# THM Store



## HMF (Dec 8, 2017)

The store is opem, with a few branded items of THM merchandise. Check it out!


----------



## RandyM (Dec 8, 2017)

Cool! Thanks. I like your timing.


----------



## dlane (Dec 8, 2017)

Ok where is it ?, I'm not finding it anywhere.


----------



## David S (Dec 8, 2017)

Right at the top of this forum beside your name on the left is the THM store button.

David


----------



## dlane (Dec 8, 2017)

Thanks, on this iPad it was hiding behind an arrow.


----------



## derf (Dec 9, 2017)

I was expecting to see some branded shop aprons....


----------



## David S (Dec 9, 2017)

derf said:


> I was expecting to see some branded shop aprons....



That is a great idea.

David


----------



## barnett (Dec 9, 2017)

I would be up for an apron too !


----------



## Silverbullet (Dec 9, 2017)

At there rate ill need China apron prices.


----------



## dlane (Dec 9, 2017)

Are the brands screen printed or are they embroidered


----------



## jocat54 (Dec 9, 2017)

Nice--except a Tshirt without a pocket is worthless


----------



## kvt (Dec 9, 2017)

I agree need pockets.


----------



## dlane (Dec 9, 2017)

Where were the shirts made?

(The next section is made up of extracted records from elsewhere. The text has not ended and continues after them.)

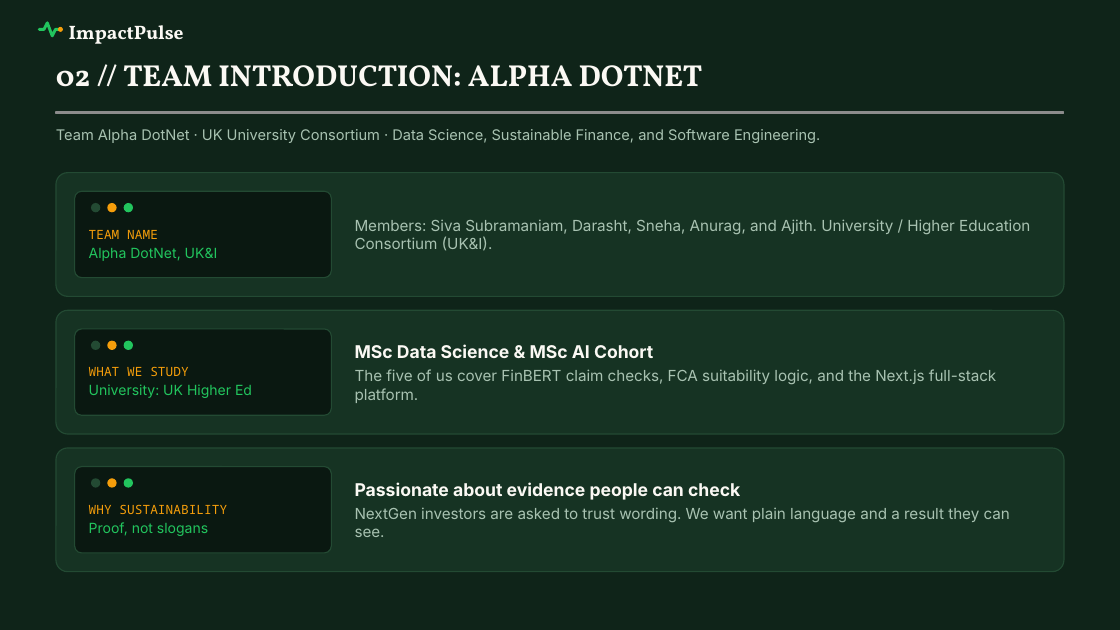
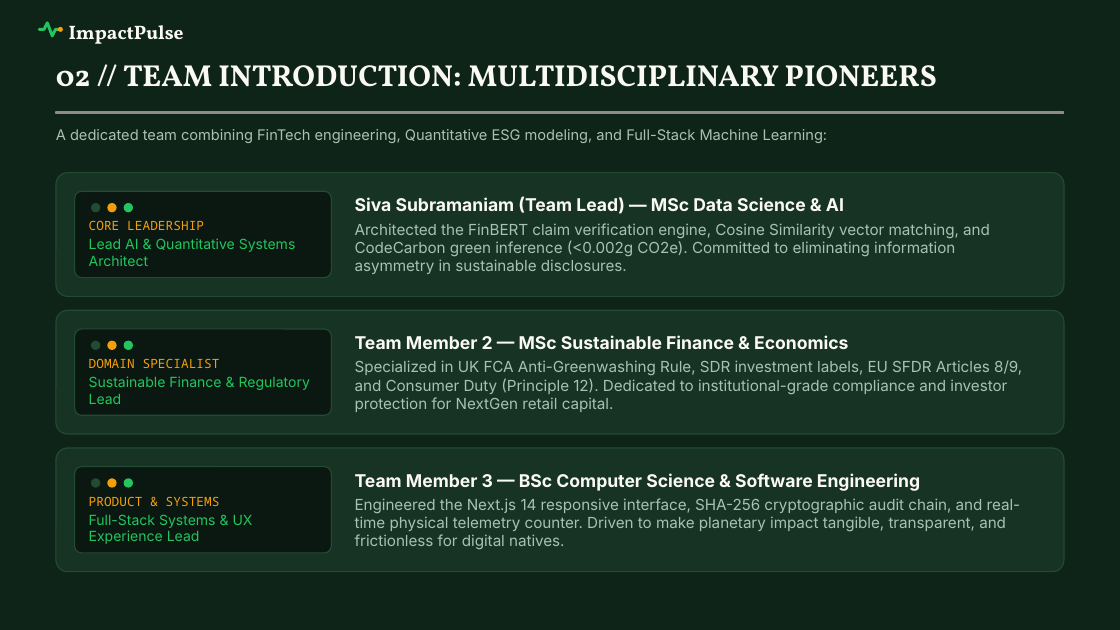
Before and after one commit to Siva-Subramaniam-DS/TCS-Project, a slide deck: slide 2 of ImpactPulse_TCS_Submission_12Slides.pptx. Drawn at 1120x630 pixels with LibreOffice and Linux fonts; fonts in the diff are those of the drawing; grey boxes stand for pictures; background and template pictures are left out. Boxes give left, top, right and bottom in pixels: in the first picture for what was removed or moved away, otherwise in the second. Text is boxed around its words. In the diff, an @@ line names an element or a change of style, - is before the commit and + after.

```diff
--- a/ImpactPulse_TCS_Submission_12Slides.pptx
+++ b/ImpactPulse_TCS_Submission_12Slides.pptx
@@ text at (56,65,937,87): text changed @@
-02 // TEAM INTRODUCTION: ALPHA DOTNET
+02 // TEAM INTRODUCTION: MULTIDISCIPLINARY PIONEERS
@@ text at (56,129,828,143): text changed @@
-Team Alpha DotNet · UK University Consortium · Data Science, Sustainable Finance, and Software Engineering.
+A dedicated team combining FinTech engineering, Quantitative ESG modeling, and Full-Stack Machine Learning:
@@ text at (355,197,990,274): text changed @@
-Members: Siva Subramaniam, Darasht, Sneha, Anurag, and Ajith. University / Higher Education Consortium (UK&I).
+Siva Subramaniam (Team Lead) — MSc Data Science & AI
+Architected the FinBERT claim verification engine, Cosine Similarity vector matching, and CodeCarbon green inference (<0.002g CO2e). Committed to eliminating information asymmetry in sustainable disclosures.
@@ text at (89,220,296,266): text changed @@
-TEAM NAME
-Alpha DotNet, UK&I
+CORE LEADERSHIP
+Lead AI & Quantitative Systems Architect
@@ text at (89,358,310,404): text changed @@
-WHAT WE STUDY
-University: UK Higher Ed
+DOMAIN SPECIALIST
+Sustainable Finance & Regulatory Lead
@@ text at (355,335,1022,412): text changed @@
-MSc Data Science & MSc AI Cohort
-The five of us cover FinBERT claim checks, FCA suitability logic, and the Next.js full-stack platform.
+Team Member 2 — MSc Sustainable Finance & Economics
+Specialized in UK FCA Anti-Greenwashing Rule, SDR investment labels, EU SFDR Articles 8/9, and Consumer Duty (Principle 12). Dedicated to institutional-grade compliance and investor protection for NextGen retail capital.
@@ text at (355,473,1021,549): text changed @@
-Passionate about evidence people can check
-NextGen investors are asked to trust wording. We want plain language and a result they can see.
+Team Member 3 — BSc Computer Science & Software Engineering
+Engineered the Next.js 14 responsive interface, SHA-256 cryptographic audit chain, and real-time physical telemetry counter. Driven to make planetary impact tangible, transparent, and frictionless for digital natives.
@@ text at (89,496,253,544): text changed; size 8.2 to 9 pt; font Noto Sans Mono to Inter; text colour #F59E0B to #22C55E @@
-WHY SUSTAINABILITY
-Proof, not slogans
+PRODUCT & SYSTEMS
+Full-Stack Systems & UX Experience Lead
```
Also in this commit, not shown: 11 other slides changed, 17 other files.

By what co., fabric thread count ? Printed or embroidered ?. They could get pricey.


----------



## David S (Dec 10, 2017)

Oh yes, another vote for pockets.  My wife finds it difficult finding short sleeved shirts for me with a pocket.

David


----------



## kvt (Dec 10, 2017)

Wife knows better than to purchase shirts without pocket on them for me, ( unless she wants to wear it).


----------



## RandyWilson (Dec 10, 2017)

dlane said:


> Where were the shirts made? By what co., fabric thread count ? Printed or embroidered ?. They could get pricey.



Cafepress has been around a long time and has plenty of reviews out there.


----------



## HMF (Dec 19, 2017)

Aprons?

Like this:

http://www.cafepress.com/thmstore/15138383


----------